Market IndicatorDetail
Settlement priceINR 339.80 (USD 3.57)
Daily price move+0.40 per cent
LME inventoriesAt lowest level since 2022
SHFE inventoriesDown 4.8 per cent

Geopolitical Risks and Middle East Supply Outlook

Market sentiment was affected by renewed geopolitical concerns after fresh US strikes on Iranian targets, which raised the risk of disruptions to shipments through the Strait of Hormuz, a critical channel for aluminum exports from the Gulf region.

However, expectations that regional supply conditions could improve and that tensions in the Middle East might ease helped cap further price gains.

Alumina Supply: EGA Refinery Restart

On the supply side, Emirates Global Aluminium (EGA) restarted operations at its Al Taweelah alumina refinery following a shutdown of roughly three and a half months. The company expects output to reach 50 per cent of capacity within days and to return to full technical capacity by the end of the year. This ramp-up is expected to gradually enhance alumina availability.

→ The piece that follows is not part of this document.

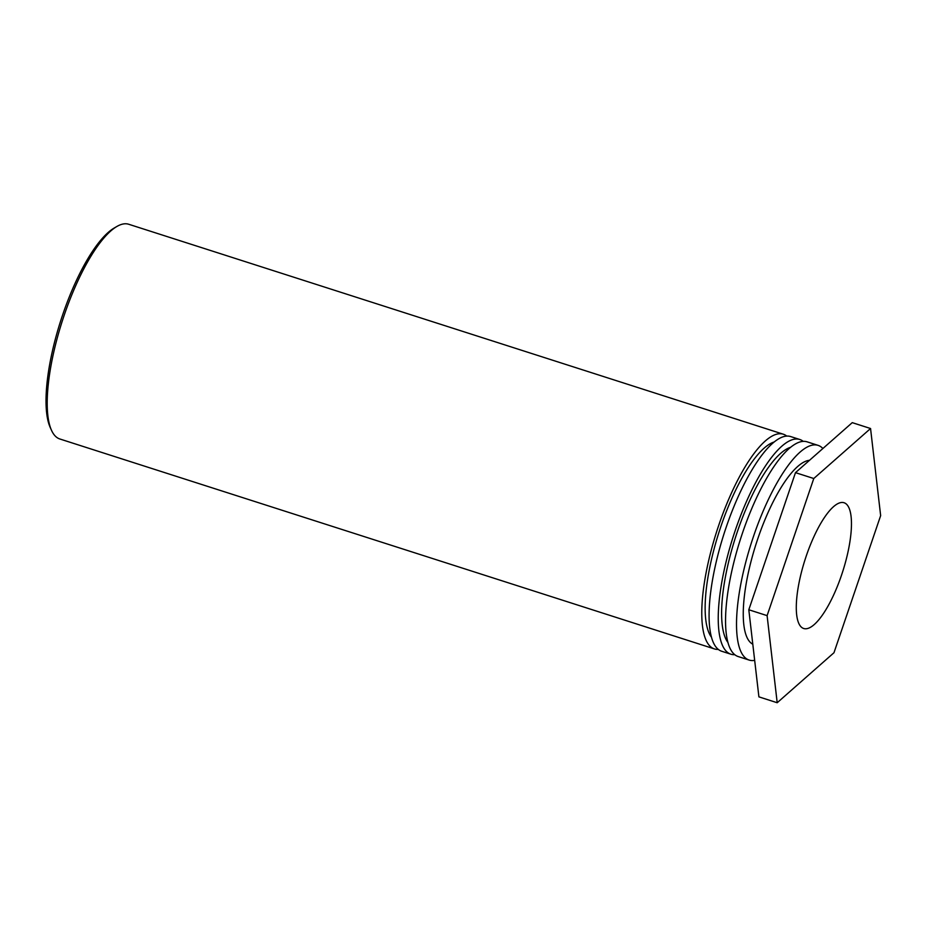 <?xml version="1.0" encoding="UTF-8"?>
<svg xmlns="http://www.w3.org/2000/svg" width="927" height="927" viewBox="0 0 927 927"><rect width="100%" height="100%" fill="white"/><g stroke="black" fill="none" stroke-linecap="round" stroke-linejoin="round"><path stroke-width="1.39" d="M116.929 226.443L114.253 227.996A110.336 32.99 107.8 0 0 60.684 320.846A110.336 32.99 107.8 0 0 50.255 427.532L51.53 430.36A112.746 33.72 -72.2 0 1 64.287 314.983A112.746 33.72 -72.2 0 1 116.929 226.443A112.746 33.72 -72.2 0 1 128.726 224.264L783.303 434.207A112.746 33.72 -72.2 0 1 786.733 436.072M718.321 649.398A112.746 33.72 -72.2 0 1 714.439 648.923L59.861 438.992A112.746 33.72 -72.2 0 1 51.53 430.36M714.439 648.923A112.746 33.72 -72.2 0 1 718.865 524.925A112.746 33.72 -72.2 0 1 783.303 434.207M802.631 628.043A66.037 19.745 -72.2 0 1 805.679 557.73A66.037 19.745 -72.2 0 1 844.045 502.735A66.037 19.745 -72.2 0 1 842.678 571.658A66.037 19.745 -72.2 0 1 803.709 628.506A66.037 19.745 -72.2 0 1 802.631 628.043M774.138 442.005A104.693 31.309 107.8 0 0 721.009 526.107A104.693 31.309 107.8 0 0 711.519 637.255M799.769 439.479L790.615 436.547A112.746 33.72 107.8 0 0 726.177 527.266A112.746 33.72 107.8 0 0 721.751 651.275L730.905 654.207A112.746 33.72 -72.2 0 1 735.331 530.198A112.746 33.72 -72.2 0 1 799.769 439.479A112.746 33.72 -72.2 0 1 803.199 441.356M734.787 654.682A112.746 33.72 -72.2 0 1 730.905 654.207M790.604 447.289A104.693 31.309 107.8 0 0 737.475 531.391A104.693 31.309 107.8 0 0 727.985 642.527M818.066 445.354L807.081 441.831A112.746 33.72 107.8 0 0 742.643 532.55A112.746 33.72 107.8 0 0 738.216 656.559L749.19 660.082A112.746 33.72 -72.2 0 1 753.616 536.073A112.746 33.72 -72.2 0 1 818.066 445.354A112.746 33.72 -72.2 0 1 822.886 448.517M754.671 660.36A112.746 33.72 -72.2 0 1 749.19 660.082M809.503 460.302A96.64 28.899 107.8 0 0 757.904 538.448A96.64 28.899 107.8 0 0 752.794 644.195M748.807 609.757L758.9 696.861L777.197 702.736L767.104 615.632L748.807 609.757L795.482 472.654L852.261 422.642L870.557 428.517L880.65 515.621L833.976 652.724L777.197 702.736M767.104 615.632L813.779 478.517L795.482 472.654M813.779 478.517L870.557 428.517"/></g></svg>

Regional Demand Signals and Japanese Premiums

Demand indicators in Asia remained firm. Japanese buyers agreed to pay a premium of USD 395 per metric tonne for aluminum shipments for the July-September quarter, reflecting continued appetite for the metal in the region.

Production Trends: Global vs China

Data from the International Aluminium Institute (IAI) showed that global primary aluminum production fell 1.7 per cent year-on-year in May. In contrast, China registered a 1.7 per cent increase in aluminum production, and its exports also posted strong growth, aided by higher prices in overseas markets.

Region / MetricYear-on-year change
Global primary aluminum production (May)-1.7 per cent
China aluminum production+1.7 per cent

Outlook: Market Balance and Demand Drivers

Morgan Stanley expects the global aluminum market deficit to narrow during 2026 and then shift into surplus in 2027. At the same time, the bank indicated that demand linked to expanding data center construction is likely to remain a supportive factor for aluminum consumption over the medium term.

Technical View: Support and Resistance Levels

From a technical standpoint, analysts pointed to evidence of short covering in the market. They identified immediate support at INR 338.5 (USD 3.56) and nearby resistance around INR 341.3 (USD 3.59).